[Opening Data listing section]

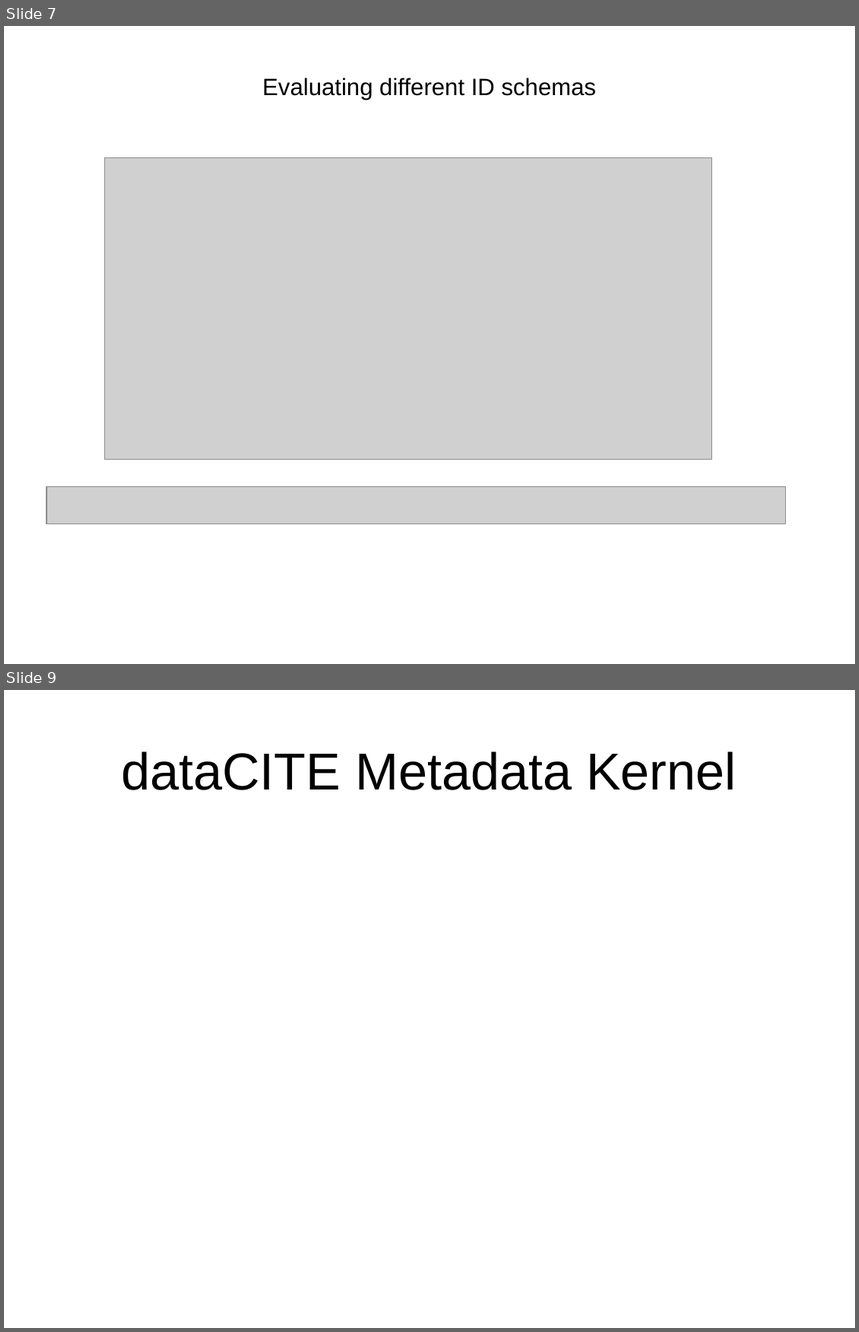
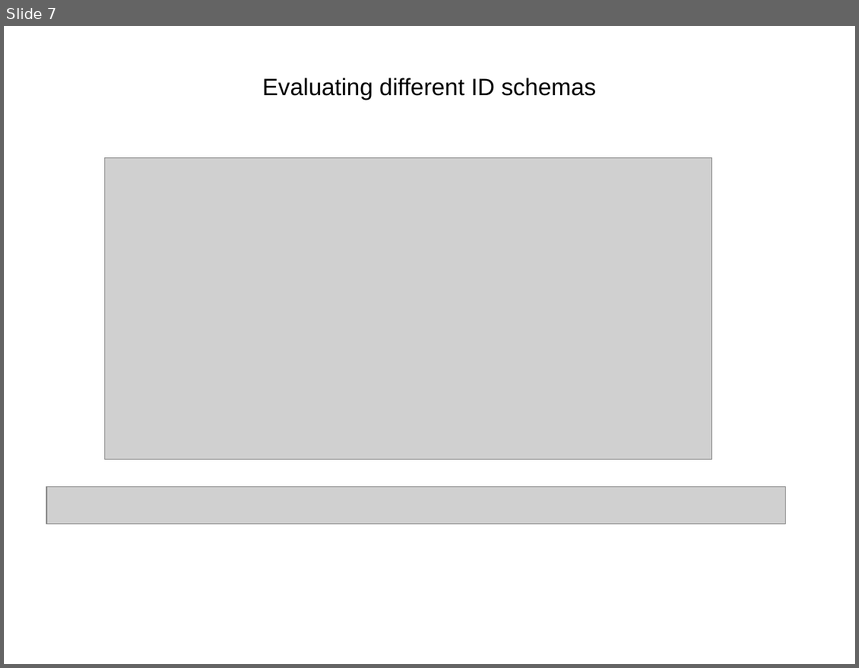
Before and after one commit to DataCurationWorkshop/HongKongCurationWorkshop, a slide deck: Day_1/Lectures/Day_1_Lecture_Identifier.pptx. Shown one above the other, each under a label of ours: slides 7 and 9 before the commit, slide 7 after it; the slides between them are not shown. The pictures are 859x1332 and 859x668 pixels, drawn with LibreOffice and Linux fonts; fonts in the diff are those of the drawing; grey boxes stand for pictures; background and template pictures are left out. Boxes give left, top, right and bottom in pixels: in the first picture for what was removed or moved away, otherwise in the second. Text is boxed around its words. In the diff, an @@ line names an element or a change of style, - is before the commit and + after.

```diff
--- a/Day_1/Lectures/Day_1_Lecture_Identifier.pptx
+++ b/Day_1/Lectures/Day_1_Lecture_Identifier.pptx
@@ slide 9 removed at [4,690,855,1328], background #FFFFFF @@
@@ title removed at [121,752,737,790] @@
-dataCITE Metadata Kernel
```
Also in this commit, not shown: 1 slide changed, 1 slide added, 1 other file.

[Closing Data listing section]

- **Instructions to follow**
Give back each line above verbatim, dropping every picture.

- **Completed task**
Before and after one commit to DataCurationWorkshop/HongKongCurationWorkshop, a slide deck: Day_1/Lectures/Day_1_Lecture_Identifier.pptx. Shown one above the other, each under a label of ours: slides 7 and 9 before the commit, slide 7 after it; the slides between them are not shown. The pictures are 859x1332 and 859x668 pixels, drawn with LibreOffice and Linux fonts; fonts in the diff are those of the drawing; grey boxes stand for pictures; background and template pictures are left out. Boxes give left, top, right and bottom in pixels: in the first picture for what was removed or moved away, otherwise in the second. Text is boxed around its words. In the diff, an @@ line names an element or a change of style, - is before the commit and + after.

```diff
--- a/Day_1/Lectures/Day_1_Lecture_Identifier.pptx
+++ b/Day_1/Lectures/Day_1_Lecture_Identifier.pptx
@@ slide 9 removed at [4,690,855,1328], background #FFFFFF @@
@@ title removed at [121,752,737,790] @@
-dataCITE Metadata Kernel
```
Also in this commit, not shown: 1 slide changed, 1 slide added, 1 other file.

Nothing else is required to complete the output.